Which is preferable, having a heavy forwarder/deployment server in the DMZ or opening the Splunk ports from the existing DMZ servers (30 servers) to communicate with Splunk in production? If we build a new HF/Deployment Server in the DMZ, we will not have to worry about opening the Splunk ports from the other DMZ servers BUT we would want to have RDP access (opening the RDP port) to this new deployment server from our desktops. If we choose not to have a deployment server in the DMZ, there is no need for us to open additional RDP ports. Is there a recommendation/best practice to follow for this?
Having a heavy forwarder with deployment services running in the DMZ means you only have a single interface between your DMZ and your internal network. This means the firewall rules are much simpler to manage and also to monitor. The risk is that you need to create an inbound firewall connection from the DMZ to your internal network to allow the data to be sent to an indexer. For RDP, this is not normally considered an issue, as it is outbound only (from your network to DMZ) and so should not allow any traffic to enter from the DMZ. Just make sure the firewall rules are clearly defined as uni-directional.
One other option to consider, is to also use this heavy forwarder as an indexer to store your data - you could then add an outbound rule from your internal indexer to your DMZ indexer. This would allow you to search the DMZ data from inside your network without needing to open any inbound connections. This option is only realistic if the data being stored in the DMZ is not sensitive.
how could a configuration look like where i pull data from an DMZ HF?

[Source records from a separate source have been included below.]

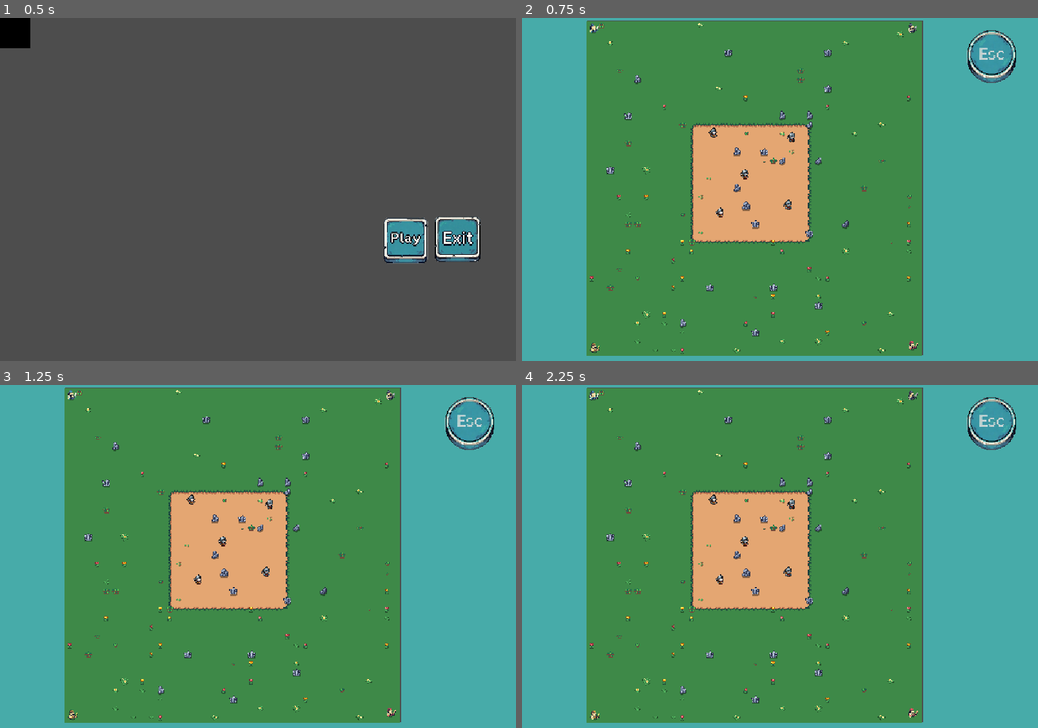
Above: before the commit, frames 1-4 (two rows, left to right).
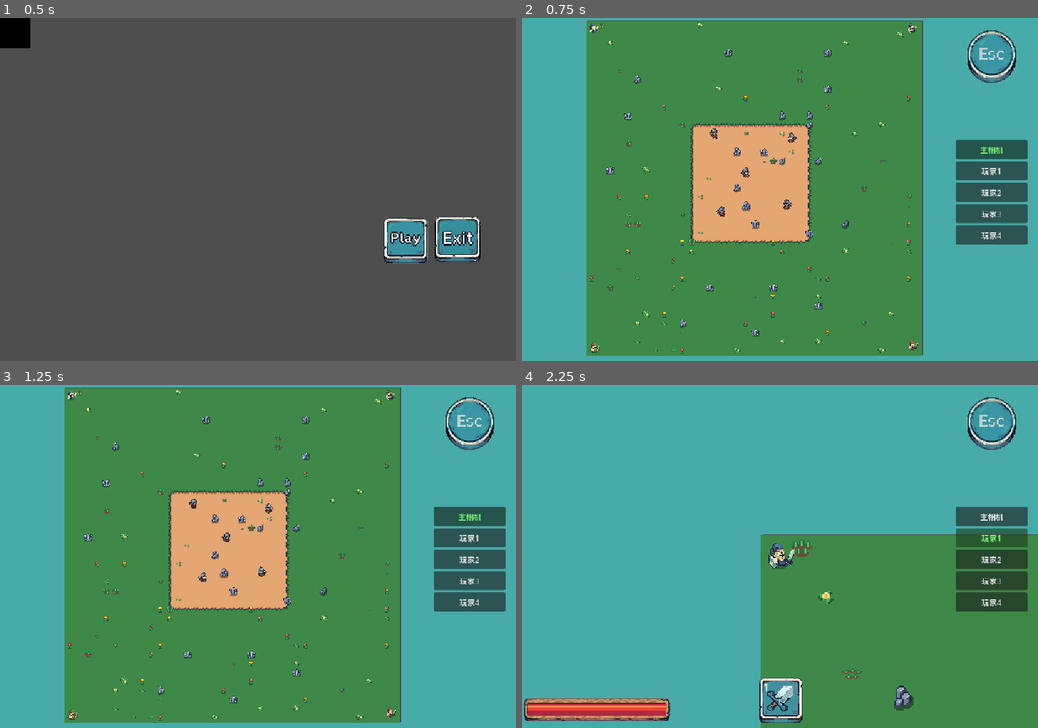
Above: after the commit, the same moments.

Repository: Jong-L/multi_agent_gameplay
Game: Godot game, scene res://assets/scenes/home_scene.tscn
Same seed, same stepped clock (60 frames per second), same inputs: the game is played once before the commit and once after it. Video files are missing from this copy of the repository; at most half a second of black plays in their place.
Inputs (mouse positions are in pixels of both pictures, inside the frame that each line leads up to):
- Up to frame 1 (0.5 s): no input
- Up to frame 2 (0.75 s): click (929, 240) at 0.5 s
- Up to frame 3 (1.25 s): no input
- Up to frame 4 (2.25 s): click (991, 515) at 1.25 s, where only the run after the commit has a clickable "主相机"; click (991, 539) at 2 s, where only the run after the commit has a clickable "玩家1"

Frame 1 is identical in both runs. In frame 2, 4.1% of the frame differs, in the area x 36-98%, y 31-67%; in frame 3, 4.2%; in frame 4, 65%, in the area x 0-100%, y 0-100%.
Error before the commit: Parse Error: Could not parse global class "Enemy" from "res://scripts/entity/enemy.gd". (res://scripts/autoload/event_bus.gd:32)

Commit message:
修复enemy.gd中类型返回bug

Diff:
--- a/godot-game/assets/scenes/PlayScene.tscn
+++ b/godot-game/assets/scenes/PlayScene.tscn
@@ -211,13 +211,13 @@
 z_index = 6
 position = Vector2(-416, -411)
 collision_mask = 5
-walk_speed = 65
+walk_speed = 65.0
 
 [node name="Player_Black" parent="." unique_id=844634870 instance=ExtResource("1_s7ljx")]
 z_index = 6
 position = Vector2(428, -411.00003)
 collision_mask = 5
-walk_speed = 65
+walk_speed = 65.0
 skin_color = "Black"
 player_id = 1
 
@@ -225,7 +225,7 @@
 z_index = 6
 position = Vector2(429, 431.99997)
 collision_mask = 5
-walk_speed = 65
+walk_speed = 65.0
 skin_color = "Red"
 player_id = 2
 
@@ -233,7 +233,7 @@
 z_index = 6
 position = Vector2(-413, 438)
 collision_mask = 5
-walk_speed = 65
+walk_speed = 65.0
 skin_color = "Yellow"
 player_id = 3
 
--- a/godot-game/scripts/entity/enemy.gd
+++ b/godot-game/scripts/entity/enemy.gd
@@ -146,7 +146,7 @@
 # ==================== 目标感知 ====================
 
 ## 获取所有存活玩家
-func _get_alive_players() -> Array[Player] -> void:
+func _get_alive_players() -> Array[Player]:
 	var result: Array[Player] = []
 	for node in get_tree().get_nodes_in_group("player"):
 		if node is Player and not node.is_dead:

The only settings i know are push.
Best Regards Michele
Just to clarify - Splunk forwarders / heavy forwarders can only push data to another Splunk instance - this is explicitly defined in the name "forwarder". They cannot pull data from another Splunk instance. You cannot "pull" data from a heavy forwarder.
The only time you use Splunk to "pull" data is in the following scenarios
So if you want to have data remaining in the DMZ that you can "pull" - you would have to deploy an indexer to store this data in the DMZ, then you use a remote search instance to "pull" results as and when required.